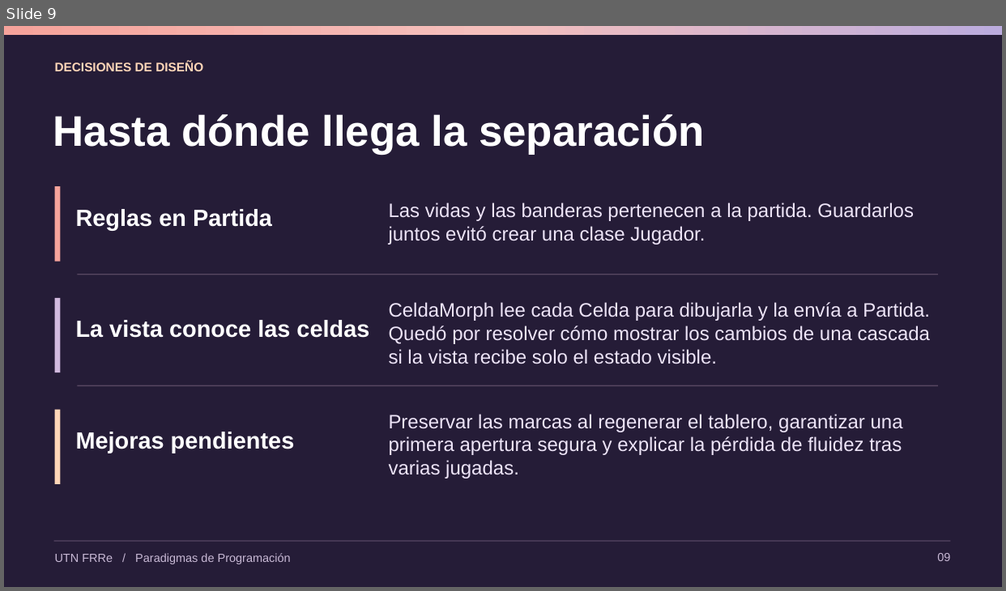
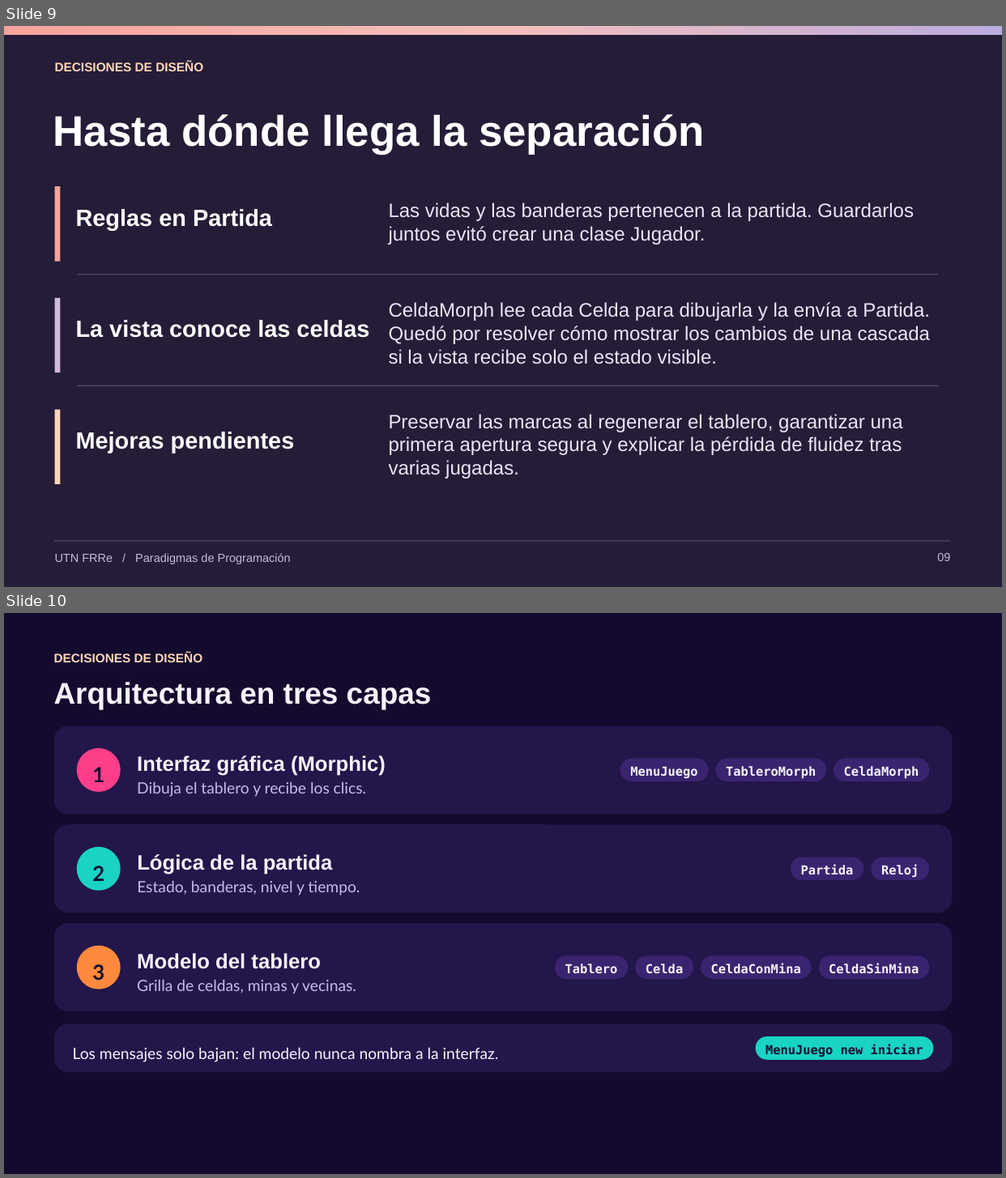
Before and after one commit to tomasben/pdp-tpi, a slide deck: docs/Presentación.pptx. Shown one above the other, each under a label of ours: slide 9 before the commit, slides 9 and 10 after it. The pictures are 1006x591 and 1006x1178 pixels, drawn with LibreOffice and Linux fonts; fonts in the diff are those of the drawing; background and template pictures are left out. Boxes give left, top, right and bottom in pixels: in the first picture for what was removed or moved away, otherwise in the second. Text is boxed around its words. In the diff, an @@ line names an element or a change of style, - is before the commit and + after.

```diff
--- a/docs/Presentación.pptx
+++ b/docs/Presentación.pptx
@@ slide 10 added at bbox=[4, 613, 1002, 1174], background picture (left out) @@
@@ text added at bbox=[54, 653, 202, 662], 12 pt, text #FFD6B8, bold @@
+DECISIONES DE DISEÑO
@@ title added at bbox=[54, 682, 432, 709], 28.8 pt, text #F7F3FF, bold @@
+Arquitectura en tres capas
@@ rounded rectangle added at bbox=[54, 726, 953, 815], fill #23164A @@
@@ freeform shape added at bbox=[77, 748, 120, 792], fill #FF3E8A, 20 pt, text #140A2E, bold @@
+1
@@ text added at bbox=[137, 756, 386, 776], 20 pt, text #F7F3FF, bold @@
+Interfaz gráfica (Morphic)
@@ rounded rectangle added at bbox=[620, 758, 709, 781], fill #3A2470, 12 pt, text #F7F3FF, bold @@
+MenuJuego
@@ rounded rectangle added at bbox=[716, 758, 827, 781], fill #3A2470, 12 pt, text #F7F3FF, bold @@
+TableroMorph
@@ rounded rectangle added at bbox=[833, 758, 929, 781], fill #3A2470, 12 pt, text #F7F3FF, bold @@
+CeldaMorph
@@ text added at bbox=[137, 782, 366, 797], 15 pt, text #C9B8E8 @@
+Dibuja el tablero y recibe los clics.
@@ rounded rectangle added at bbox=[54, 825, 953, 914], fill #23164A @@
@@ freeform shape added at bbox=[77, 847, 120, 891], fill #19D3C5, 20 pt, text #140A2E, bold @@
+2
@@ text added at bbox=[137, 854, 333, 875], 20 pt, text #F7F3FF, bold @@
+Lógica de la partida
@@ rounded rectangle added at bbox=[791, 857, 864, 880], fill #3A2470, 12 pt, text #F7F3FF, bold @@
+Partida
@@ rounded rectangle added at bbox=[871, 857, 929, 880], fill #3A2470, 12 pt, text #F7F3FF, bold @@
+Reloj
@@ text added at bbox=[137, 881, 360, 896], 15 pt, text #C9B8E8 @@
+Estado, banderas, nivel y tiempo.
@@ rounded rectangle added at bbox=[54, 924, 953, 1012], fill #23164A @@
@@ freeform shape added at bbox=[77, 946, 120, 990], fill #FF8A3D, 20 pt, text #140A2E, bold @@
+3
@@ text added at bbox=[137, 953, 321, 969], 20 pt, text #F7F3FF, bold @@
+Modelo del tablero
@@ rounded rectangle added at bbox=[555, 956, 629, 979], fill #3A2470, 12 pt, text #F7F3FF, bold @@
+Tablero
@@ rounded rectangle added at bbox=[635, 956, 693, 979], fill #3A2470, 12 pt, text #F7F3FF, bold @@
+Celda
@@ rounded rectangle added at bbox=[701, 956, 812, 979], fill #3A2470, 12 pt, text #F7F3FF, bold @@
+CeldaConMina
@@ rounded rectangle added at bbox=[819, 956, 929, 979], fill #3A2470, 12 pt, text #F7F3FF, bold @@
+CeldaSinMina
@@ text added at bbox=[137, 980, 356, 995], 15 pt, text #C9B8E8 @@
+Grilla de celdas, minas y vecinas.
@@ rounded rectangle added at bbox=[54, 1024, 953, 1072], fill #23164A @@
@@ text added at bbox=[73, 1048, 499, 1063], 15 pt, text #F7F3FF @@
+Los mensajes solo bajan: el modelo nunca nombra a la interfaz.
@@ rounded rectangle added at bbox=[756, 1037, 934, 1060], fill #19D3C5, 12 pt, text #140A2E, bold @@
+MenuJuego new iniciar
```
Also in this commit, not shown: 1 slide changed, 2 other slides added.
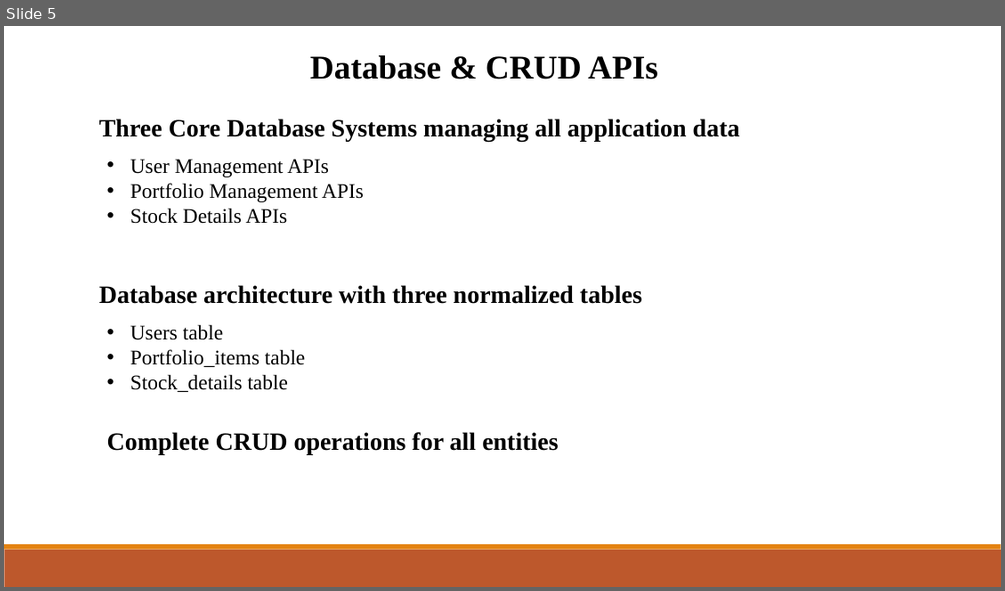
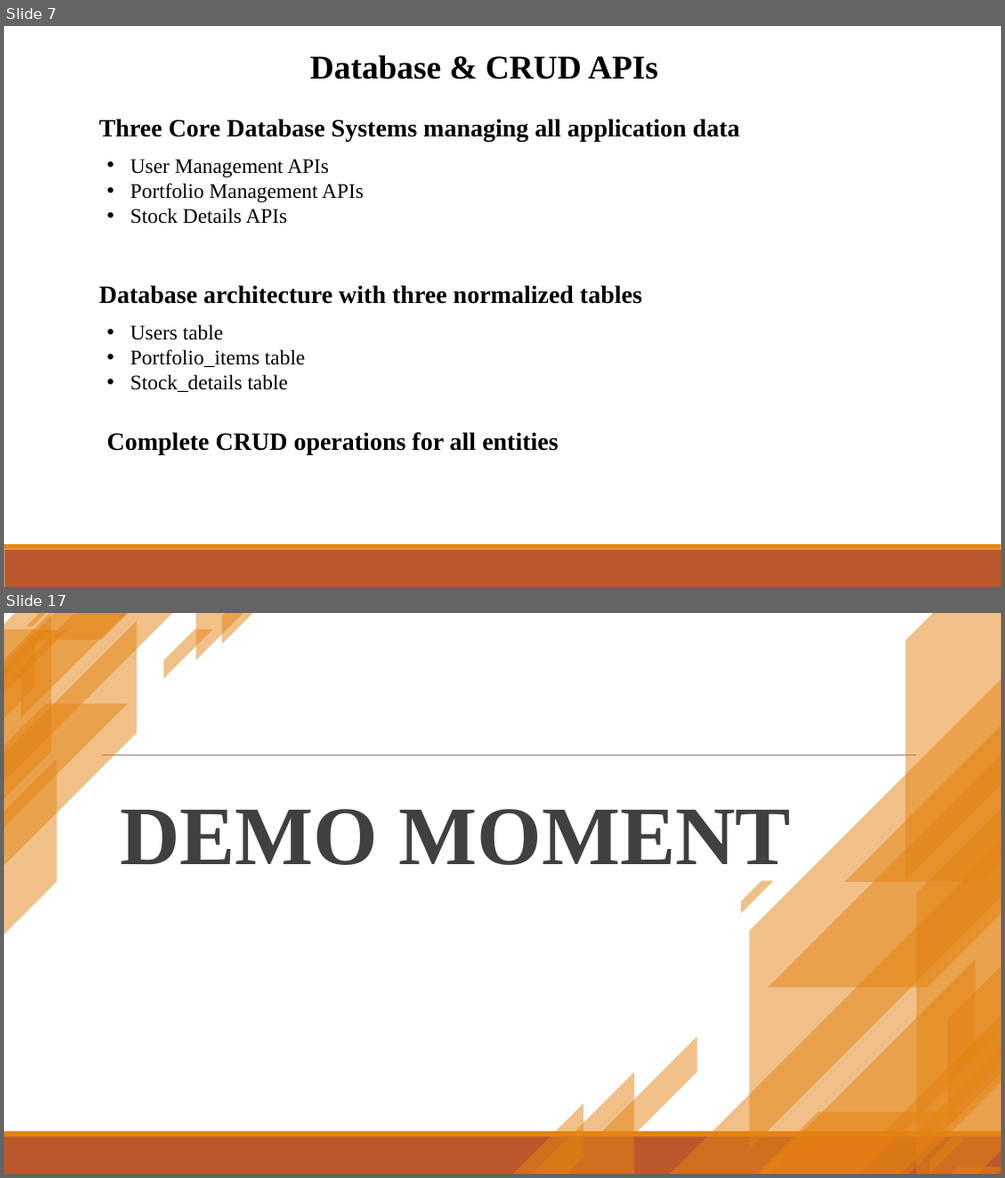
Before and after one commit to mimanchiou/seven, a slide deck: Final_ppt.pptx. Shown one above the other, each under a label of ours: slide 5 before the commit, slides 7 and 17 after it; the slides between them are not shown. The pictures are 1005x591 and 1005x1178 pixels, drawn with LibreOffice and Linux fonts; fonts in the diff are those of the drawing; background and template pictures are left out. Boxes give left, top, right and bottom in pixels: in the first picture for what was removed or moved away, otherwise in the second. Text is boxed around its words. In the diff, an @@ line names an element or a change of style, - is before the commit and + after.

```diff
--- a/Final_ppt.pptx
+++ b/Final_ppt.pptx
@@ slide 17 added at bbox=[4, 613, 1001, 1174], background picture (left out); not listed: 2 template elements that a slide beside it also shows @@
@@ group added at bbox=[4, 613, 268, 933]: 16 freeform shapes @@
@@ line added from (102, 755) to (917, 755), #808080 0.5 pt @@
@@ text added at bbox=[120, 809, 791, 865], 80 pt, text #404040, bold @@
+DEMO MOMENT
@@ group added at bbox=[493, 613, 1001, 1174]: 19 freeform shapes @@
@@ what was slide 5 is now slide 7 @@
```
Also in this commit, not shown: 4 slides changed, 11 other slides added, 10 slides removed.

# # # #

**Task objective:**
Write out every line above exactly, minus images.

**Answer area:**
Before and after one commit to tomasben/pdp-tpi, a slide deck: docs/Presentación.pptx. Shown one above the other, each under a label of ours: slide 9 before the commit, slides 9 and 10 after it. The pictures are 1006x591 and 1006x1178 pixels, drawn with LibreOffice and Linux fonts; fonts in the diff are those of the drawing; background and template pictures are left out. Boxes give left, top, right and bottom in pixels: in the first picture for what was removed or moved away, otherwise in the second. Text is boxed around its words. In the diff, an @@ line names an element or a change of style, - is before the commit and + after.

```diff
--- a/docs/Presentación.pptx
+++ b/docs/Presentación.pptx
@@ slide 10 added at bbox=[4, 613, 1002, 1174], background picture (left out) @@
@@ text added at bbox=[54, 653, 202, 662], 12 pt, text #FFD6B8, bold @@
+DECISIONES DE DISEÑO
@@ title added at bbox=[54, 682, 432, 709], 28.8 pt, text #F7F3FF, bold @@
+Arquitectura en tres capas
@@ rounded rectangle added at bbox=[54, 726, 953, 815], fill #23164A @@
@@ freeform shape added at bbox=[77, 748, 120, 792], fill #FF3E8A, 20 pt, text #140A2E, bold @@
+1
@@ text added at bbox=[137, 756, 386, 776], 20 pt, text #F7F3FF, bold @@
+Interfaz gráfica (Morphic)
@@ rounded rectangle added at bbox=[620, 758, 709, 781], fill #3A2470, 12 pt, text #F7F3FF, bold @@
+MenuJuego
@@ rounded rectangle added at bbox=[716, 758, 827, 781], fill #3A2470, 12 pt, text #F7F3FF, bold @@
+TableroMorph
@@ rounded rectangle added at bbox=[833, 758, 929, 781], fill #3A2470, 12 pt, text #F7F3FF, bold @@
+CeldaMorph
@@ text added at bbox=[137, 782, 366, 797], 15 pt, text #C9B8E8 @@
+Dibuja el tablero y recibe los clics.
@@ rounded rectangle added at bbox=[54, 825, 953, 914], fill #23164A @@
@@ freeform shape added at bbox=[77, 847, 120, 891], fill #19D3C5, 20 pt, text #140A2E, bold @@
+2
@@ text added at bbox=[137, 854, 333, 875], 20 pt, text #F7F3FF, bold @@
+Lógica de la partida
@@ rounded rectangle added at bbox=[791, 857, 864, 880], fill #3A2470, 12 pt, text #F7F3FF, bold @@
+Partida
@@ rounded rectangle added at bbox=[871, 857, 929, 880], fill #3A2470, 12 pt, text #F7F3FF, bold @@
+Reloj
@@ text added at bbox=[137, 881, 360, 896], 15 pt, text #C9B8E8 @@
+Estado, banderas, nivel y tiempo.
@@ rounded rectangle added at bbox=[54, 924, 953, 1012], fill #23164A @@
@@ freeform shape added at bbox=[77, 946, 120, 990], fill #FF8A3D, 20 pt, text #140A2E, bold @@
+3
@@ text added at bbox=[137, 953, 321, 969], 20 pt, text #F7F3FF, bold @@
+Modelo del tablero
@@ rounded rectangle added at bbox=[555, 956, 629, 979], fill #3A2470, 12 pt, text #F7F3FF, bold @@
+Tablero
@@ rounded rectangle added at bbox=[635, 956, 693, 979], fill #3A2470, 12 pt, text #F7F3FF, bold @@
+Celda
@@ rounded rectangle added at bbox=[701, 956, 812, 979], fill #3A2470, 12 pt, text #F7F3FF, bold @@
+CeldaConMina
@@ rounded rectangle added at bbox=[819, 956, 929, 979], fill #3A2470, 12 pt, text #F7F3FF, bold @@
+CeldaSinMina
@@ text added at bbox=[137, 980, 356, 995], 15 pt, text #C9B8E8 @@
+Grilla de celdas, minas y vecinas.
@@ rounded rectangle added at bbox=[54, 1024, 953, 1072], fill #23164A @@
@@ text added at bbox=[73, 1048, 499, 1063], 15 pt, text #F7F3FF @@
+Los mensajes solo bajan: el modelo nunca nombra a la interfaz.
@@ rounded rectangle added at bbox=[756, 1037, 934, 1060], fill #19D3C5, 12 pt, text #140A2E, bold @@
+MenuJuego new iniciar
```
Also in this commit, not shown: 1 slide changed, 2 other slides added.
Before and after one commit to mimanchiou/seven, a slide deck: Final_ppt.pptx. Shown one above the other, each under a label of ours: slide 5 before the commit, slides 7 and 17 after it; the slides between them are not shown. The pictures are 1005x591 and 1005x1178 pixels, drawn with LibreOffice and Linux fonts; fonts in the diff are those of the drawing; background and template pictures are left out. Boxes give left, top, right and bottom in pixels: in the first picture for what was removed or moved away, otherwise in the second. Text is boxed around its words. In the diff, an @@ line names an element or a change of style, - is before the commit and + after.

```diff
--- a/Final_ppt.pptx
+++ b/Final_ppt.pptx
@@ slide 17 added at bbox=[4, 613, 1001, 1174], background picture (left out); not listed: 2 template elements that a slide beside it also shows @@
@@ group added at bbox=[4, 613, 268, 933]: 16 freeform shapes @@
@@ line added from (102, 755) to (917, 755), #808080 0.5 pt @@
@@ text added at bbox=[120, 809, 791, 865], 80 pt, text #404040, bold @@
+DEMO MOMENT
@@ group added at bbox=[493, 613, 1001, 1174]: 19 freeform shapes @@
@@ what was slide 5 is now slide 7 @@
```
Also in this commit, not shown: 4 slides changed, 11 other slides added, 10 slides removed.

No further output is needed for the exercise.